Alcoholics may not have a strong support system, making it difficult to manage their behavior as they work to overcome their addiction. Without a support system or positive influences, they may not have access to the resources and guidance they need to manage their behavior and cope with the underlying issues contributing to their addiction.

How Can Defining Wellness Centers Help?

Defining Wellness Centers is a comprehensive addiction treatment facility that offers a range of services for individuals struggling with alcohol addiction. At DWC, we take a holistic approach to treatment, addressing addiction’s physical and emotional aspects.

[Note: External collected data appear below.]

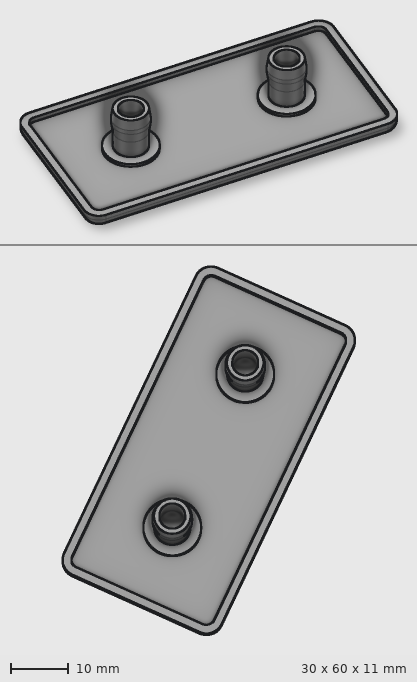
import cadquery as cq
import math

width = 30.0
length = 60.0
plate_height = 3.0
corner_radius = 2.9
rim_width = 1.5
recess_corner_radius = 1.5
rim_depth = 1.0
bottom_fillet = 2.05

post_spacing = length / 2
post_top = 11.0
post_radius = 6.3 / 2
bulge_radius = 6.9 / 2
bulge_start = 6.0
band_bottom = 8.05
band_top = 8.95

pad_radius = 10.0 / 2
pad_height = 0.6

bore_radius = 4.5 / 2
bore_bottom = 3.0

floor_z = plate_height - rim_depth


def make_plate():
    """Rounded tray with a shallow recess inside a raised rim."""
    body = cq.Workplane("XY").box(width, length, plate_height, centered=(True, True, False))
    body = body.edges("|Z").fillet(corner_radius)
    body = body.faces("<Z").edges().fillet(bottom_fillet)
    recess = (
        cq.Workplane("XY", origin=(0, 0, floor_z))
        .rect(width - 2 * rim_width, length - 2 * rim_width)
        .extrude(rim_depth)
        .edges("|Z")
        .fillet(recess_corner_radius)
    )
    return body.cut(recess)


def make_post():
    """Foot pad and post with a bulge tapering both ways, hollowed by a round-bottomed bore."""
    bore_spring_z = bore_bottom + bore_radius
    diagonal = bore_radius * math.sqrt(0.5)
    return (
        cq.Workplane("XZ")
        .moveTo(0, floor_z)
        .lineTo(pad_radius, floor_z)
        .lineTo(pad_radius, floor_z + pad_height)
        .lineTo(post_radius, floor_z + pad_height)
        .lineTo(post_radius, bulge_start)
        .lineTo(bulge_radius, band_bottom)
        .lineTo(bulge_radius, band_top)
        .lineTo(post_radius, post_top)
        .lineTo(bore_radius, post_top)
        .lineTo(bore_radius, bore_spring_z)
        .threePointArc((diagonal, bore_spring_z - diagonal), (0, bore_bottom))
        .close()
        .revolve(360, (0, 0, 0), (0, 1, 0))
    )


result = make_plate()
for side in (-1, 1):
    result = result.union(make_post().translate((0, side * post_spacing / 2, 0)))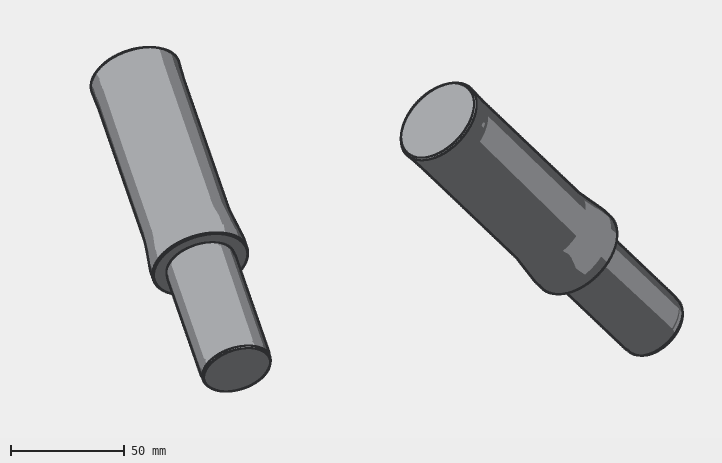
import cadquery as cq

TOTAL_LENGTH = 169.0

BARREL_RADIUS = 40.0 / 2
COLLAR_RADIUS = 44.0 / 2
LIP_RADIUS = 20.5
NOSE_FACE_RADIUS = 19.6
NOSE_CROWN_HEIGHT = 0.8
LIP_X = 1.7
LIP_TAPER_END_X = 9.8
BARREL_START_X = 11.5
BARREL_BLEND_RADIUS = 20.1
FLARE_START_X = 87.0
FLARE_END_X = 103.8
COLLAR_END_X = 109.0
COLLAR_CHAMFER = 0.5

DIMPLE_RADIUS = 20.6 / 2
DIMPLE_DEPTH = 0.8

SHANK_RADIUS = 32.0 / 2
NECK_RADIUS = 31.5 / 2
NECK_LENGTH = 1.0
NECK_TAPER_LENGTH = 1.0
TIP_TAPER_START_X = 165.0
TIP_TAPER_LENGTH = 1.0
TIP_CHAMFER_LENGTH = 1.0
TIP_CHAMFER_DEPTH = 0.5


def revolve_about_x(profile):
    """Turn a closed half profile in the XY plane into a solid about X."""
    return profile.close().revolve(360, (0, 0, 0), (1, 0, 0))


def make_handle():
    profile = (
        cq.Workplane("XY")
        .moveTo(DIMPLE_DEPTH, 0)
        .lineTo(0, DIMPLE_RADIUS)
        .lineTo(NOSE_CROWN_HEIGHT, NOSE_FACE_RADIUS)
        .lineTo(LIP_X, LIP_RADIUS)
        .lineTo(LIP_TAPER_END_X, BARREL_BLEND_RADIUS)
        .lineTo(BARREL_START_X, BARREL_RADIUS)
        .lineTo(FLARE_START_X, BARREL_RADIUS)
        .lineTo(FLARE_END_X, COLLAR_RADIUS)
        .lineTo(COLLAR_END_X - COLLAR_CHAMFER, COLLAR_RADIUS)
        .lineTo(COLLAR_END_X, COLLAR_RADIUS - COLLAR_CHAMFER)
        .lineTo(COLLAR_END_X, 0)
    )
    return revolve_about_x(profile)


def make_shank():
    neck_end_x = COLLAR_END_X + NECK_LENGTH
    profile = (
        cq.Workplane("XY")
        .moveTo(COLLAR_END_X, 0)
        .lineTo(COLLAR_END_X, NECK_RADIUS)
        .lineTo(neck_end_x, NECK_RADIUS)
        .lineTo(neck_end_x + NECK_TAPER_LENGTH, SHANK_RADIUS)
        .lineTo(TIP_TAPER_START_X, SHANK_RADIUS)
        .lineTo(TIP_TAPER_START_X + TIP_TAPER_LENGTH, NECK_RADIUS)
        .lineTo(TOTAL_LENGTH - TIP_CHAMFER_LENGTH, NECK_RADIUS)
        .lineTo(TOTAL_LENGTH, NECK_RADIUS - TIP_CHAMFER_DEPTH)
        .lineTo(TOTAL_LENGTH, 0)
    )
    return revolve_about_x(profile)


handle = make_handle()
shank = make_shank()

result = cq.Compound.makeCompound([handle.val(), shank.val()])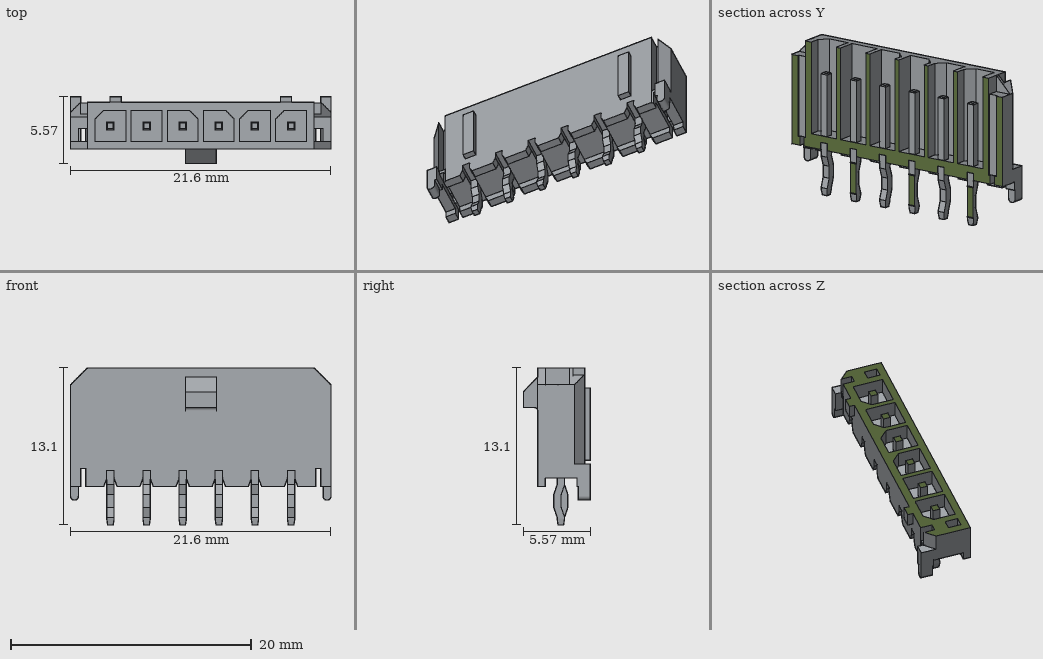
import cadquery as cq


length = 21.65
depth = 3.92
height = 9.87
wall = 0.65
end_chamfer = 1.4
half_length = length / 2
shoulder_z = height - end_chamfer
core_end = half_length - end_chamfer

circuits = 6
pin_span = 15.0
pitch = pin_span / (circuits - 1)
pin_xs = [-pin_span / 2 + i * pitch for i in range(circuits)]

keying = [-1, 0, 1, 1, -1, -1]
cavity_size = 2.55
key_chamfer = 0.7
cavity_floor_z = 1.95
row_y = wall + cavity_size / 2

pin_width = 0.63
pin_top_z = 7.36
pin_point = 0.09
bend_offset = 0.28
bend_zs = (0.17, -0.67, -1.7, -2.55)
pin_taper_z = -2.68
pin_bottom_z = -3.2
pin_tip_width = 0.48

underside_height = 0.71
underside_back_y = 3.27
notch_width = 1.1
notch_flare_height = 0.63
notch_height = 1.35

end_plate = 0.87
end_slot_width = 0.4
end_slot_height = 1.5
back_corner = 0.87
end_pocket_back_y = 2.66
well_length = 0.74
well_back_y = 1.7
channel_length = 0.58
channel_front_y = 2.92
channel_step = 0.06

rear_y = 4.37
foot_height = 1.88
peg_width = 0.67
peg_front_y = 3.35
peg_bottom_z = -1.13

rib_x = 7.08
rib_width = 0.95
rib_bottom_z = 2.19
rib_top_z = 8.2

latch_width = 2.58
latch_reach = 1.2
latch_top_z = 9.11
latch_knee_z = 7.88
latch_bottom_z = 6.55
latch_fillet = 0.25


def block(x0, x1, y0, y1, z0, z1):
    """Axis-aligned box between two opposite corners."""
    return cq.Workplane("XY").box(x1 - x0, y1 - y0, z1 - z0, centered=False).translate((x0, y0, z0))


def both_ends(shape):
    """The shape together with its mirror image at the other end of the row."""
    return shape.union(shape.mirror("YZ"))


def through_depth(points, y0, y1):
    """Outline in X and Z, extruded from y0 to y1."""
    return cq.Workplane("XZ", origin=(0, y0, 0)).polyline(points).close().extrude(y0 - y1)


def housing_body():
    outline = [
        (-half_length, 0),
        (half_length, 0),
        (half_length, shoulder_z),
        (core_end, height),
        (-core_end, height),
        (-half_length, shoulder_z),
    ]
    return through_depth(outline, 0, depth)


def back_corner_cut():
    corner = [
        (-half_length, depth),
        (-half_length, depth - back_corner),
        (-half_length + back_corner, depth),
    ]
    return cq.Workplane("XY").workplane(offset=foot_height).polyline(corner).close().extrude(height)


def end_cuts():
    """Openings in the left end: top pocket, well, rear channel, slot and chamfered corner."""
    pocket = block(-half_length, -core_end, wall, end_pocket_back_y, shoulder_z, height)
    well = block(-core_end - well_length, -core_end, wall, well_back_y, end_slot_height, height)
    channel_x = -core_end - channel_length
    channel = block(channel_x, -core_end, channel_front_y, depth, foot_height, height)
    step = block(channel_x, -core_end, depth - channel_step, depth, 0, foot_height)
    slot_x = -half_length + end_plate
    slot = block(slot_x, slot_x + end_slot_width, 0, depth, 0, end_slot_height)
    return pocket.union(well).union(channel).union(step).union(slot).union(back_corner_cut())


def foot():
    """Left rear foot with its round-ended peg."""
    base = block(-half_length, -half_length + end_plate, underside_back_y, rear_y, 0, foot_height)
    radius = peg_width / 2
    round_z = peg_bottom_z + radius
    peg = (
        cq.Workplane("XZ", origin=(-half_length, peg_front_y, 0))
        .moveTo(0, foot_height)
        .lineTo(0, round_z)
        .threePointArc((radius, peg_bottom_z), (peg_width, round_z))
        .lineTo(peg_width, foot_height)
        .close()
        .extrude(peg_front_y - rear_y)
    )
    return base.union(peg)


def rib():
    return block(-rib_x - rib_width / 2, -rib_x + rib_width / 2, depth, rear_y, rib_bottom_z, rib_top_z)


def latch():
    root_z = latch_bottom_z - latch_fillet
    arc_inset = latch_fillet * (1 - 0.5 ** 0.5)
    return (
        cq.Workplane("YZ", origin=(-latch_width / 2, 0, 0))
        .moveTo(wall, latch_top_z)
        .lineTo(0, latch_top_z)
        .lineTo(-latch_reach, latch_knee_z)
        .lineTo(-latch_reach, latch_bottom_z)
        .lineTo(-latch_fillet, latch_bottom_z)
        .threePointArc((-arc_inset, latch_bottom_z - arc_inset), (0, root_z))
        .lineTo(wall, root_z)
        .close()
        .extrude(latch_width)
    )


def cavity(x, key_side):
    half = cavity_size / 2
    space = block(x - half, x + half, wall, wall + cavity_size, cavity_floor_z, height)
    if key_side:
        corner = "<X and >Y" if key_side < 0 else ">X and >Y"
        space = space.edges("|Z").edges(corner).chamfer(key_chamfer)
    return space


def pin_notch(x):
    """Flared notch across the underside, narrowing to the width of the pin."""
    half_mouth = notch_width / 2
    half_pin = pin_width / 2
    outline = [
        (x - half_mouth, 0),
        (x + half_mouth, 0),
        (x + half_pin, notch_flare_height),
        (x + half_pin, notch_height),
        (x - half_pin, notch_height),
        (x - half_pin, notch_flare_height),
    ]
    return through_depth(outline, 0, depth)


def pin(x, bend):
    """Square pin at x, with its tail bowed towards +Y (bend 1) or -Y (bend -1)."""
    half = pin_width / 2
    bow_y = row_y + bend * bend_offset
    centre_line = [
        (row_y, pin_top_z - pin_point),
        (row_y, bend_zs[0]),
        (bow_y, bend_zs[1]),
        (bow_y, bend_zs[2]),
        (row_y, bend_zs[3]),
        (row_y, pin_taper_z),
    ]
    front = [(y - half, z) for y, z in centre_line]
    back = [(y + half, z) for y, z in reversed(centre_line)]
    shank = cq.Workplane("YZ", origin=(x - half, 0, 0)).polyline(front + back).close().extrude(pin_width)
    tip = (
        cq.Workplane("XY", origin=(x, row_y, pin_taper_z))
        .rect(pin_width, pin_width)
        .workplane(offset=pin_bottom_z - pin_taper_z)
        .rect(pin_tip_width, pin_tip_width)
        .loft()
    )
    point = (
        cq.Workplane("XY", origin=(x, row_y, pin_top_z - pin_point))
        .rect(pin_width, pin_width)
        .workplane(offset=pin_point)
        .rect(pin_width - 2 * pin_point, pin_width - 2 * pin_point)
        .loft()
    )
    return shank.union(tip).union(point)


result = housing_body().cut(both_ends(end_cuts()))
result = result.cut(block(-half_length, half_length, wall, underside_back_y, 0, underside_height))
for pin_x, key in zip(pin_xs, keying):
    result = result.cut(cavity(pin_x, key)).cut(pin_notch(pin_x))

result = result.union(both_ends(foot())).union(both_ends(rib())).union(latch())
for index, pin_x in enumerate(pin_xs):
    result = result.union(pin(pin_x, 1 if index % 2 == 0 else -1))

One of the primary ways that we can help individuals struggling with alcoholism is by providing them with the tools and resources they need to overcome their addiction. DWC offers a range of evidence-based therapies, including cognitive behavioral therapy, dialectical behavior therapy, and group therapy. These can help individuals identify and address the underlying issues contributing to their addiction.

DWC also offers a range of holistic services that can help individuals manage the physical and emotional symptoms of alcoholism. These services include yoga, meditation, music therapy, and massage therapy, which can all help reduce stress, improve mood, and promote overall wellness.

Most importantly, we provide a supportive and compassionate environment for individuals struggling with addiction. Our centers’ experienced and knowledgeable team works closely with each client to develop personalized treatment plans that address their unique needs and challenges. DWC also offers ongoing support and resources to help clients maintain their sobriety after treatment.

Contact Defining Wellness Centers Today

Alcoholism is a devastating disease that can significantly impact a person’s well-being and relationships. While alcoholics may exhibit negative behaviors, it’s important to understand that these behaviors do not reflect their character or personality.

It is also important to note that not all alcoholics are “mean” or aggressive. While alcohol can certainly lead to negative behaviors, it’s not the sole cause of these behaviors. Many factors can influence a person’s behavior, including personality, life experiences, and coping mechanisms.